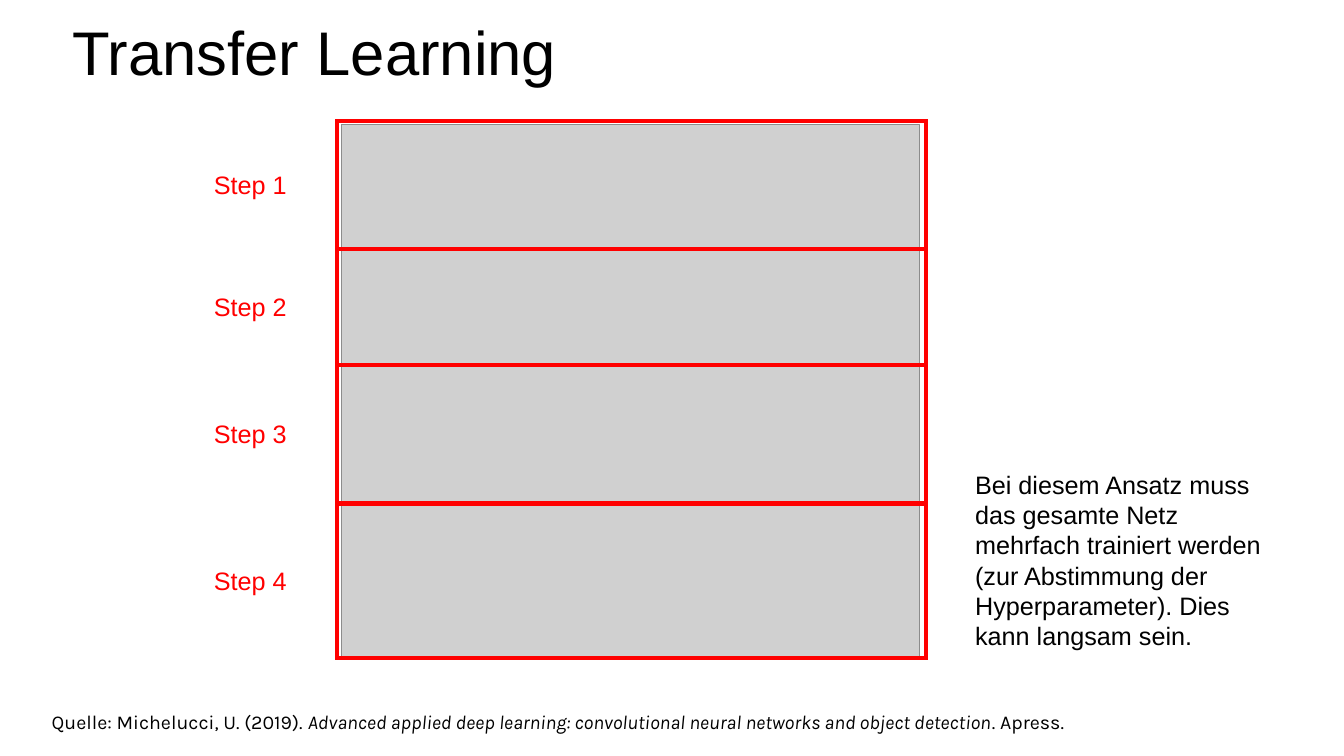
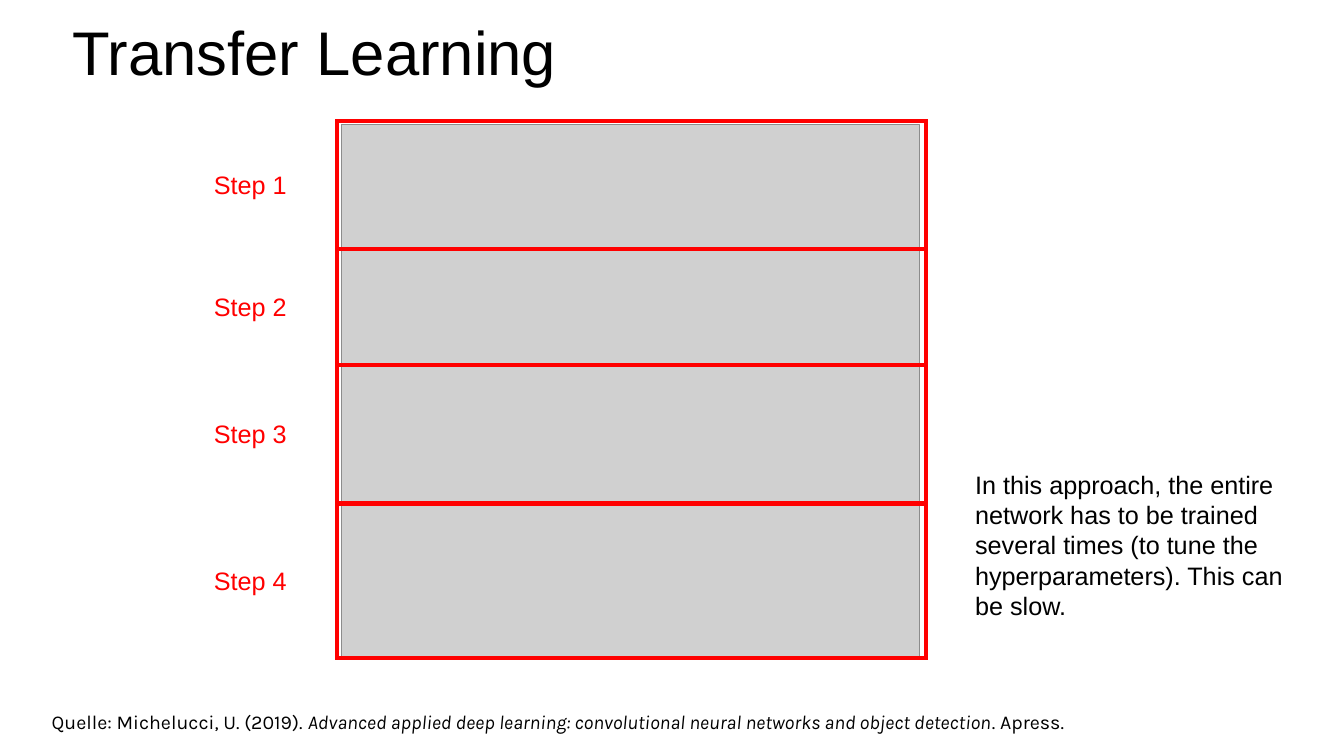
Before and after one commit to toelt-llc/MACHINE-LEARNING-SCHOOL-INAF, a slide deck: slide 3 of DAY4/01 - TRANSFER LEARNING/Transfer Learning Lecture.pptx. Drawn at 1344x756 pixels with LibreOffice and Linux fonts; fonts in the diff are those of the drawing; grey boxes stand for pictures. Boxes give left, top, right and bottom in pixels: in the first picture for what was removed or moved away, otherwise in the second. Text is boxed around its words. In the diff, an @@ line names an element or a change of style, - is before the commit and + after.

```diff
--- a/DAY4/01 - TRANSFER LEARNING/Transfer Learning Lecture.pptx
+++ b/DAY4/01 - TRANSFER LEARNING/Transfer Learning Lecture.pptx
@@ text at (975, 475, 1283, 616): text changed @@
-Bei diesem Ansatz muss das gesamte Netz mehrfach trainiert werden (zur Abstimmung der Hyperparameter). Dies kann langsam sein.
+In this approach, the entire network has to be trained several times (to tune the hyperparameters). This can be slow.
```
Also in this commit, not shown: 2 other slides changed, 23 other files.

────

▸ **TASK BRIEF**
Check the records above and copy each line that has the string "pptx".

▸ **ANSWER SECTION**
Before and after one commit to toelt-llc/MACHINE-LEARNING-SCHOOL-INAF, a slide deck: slide 3 of DAY4/01 - TRANSFER LEARNING/Transfer Learning Lecture.pptx. Drawn at 1344x756 pixels with LibreOffice and Linux fonts; fonts in the diff are those of the drawing; grey boxes stand for pictures. Boxes give left, top, right and bottom in pixels: in the first picture for what was removed or moved away, otherwise in the second. Text is boxed around its words. In the diff, an @@ line names an element or a change of style, - is before the commit and + after.
--- a/DAY4/01 - TRANSFER LEARNING/Transfer Learning Lecture.pptx
+++ b/DAY4/01 - TRANSFER LEARNING/Transfer Learning Lecture.pptx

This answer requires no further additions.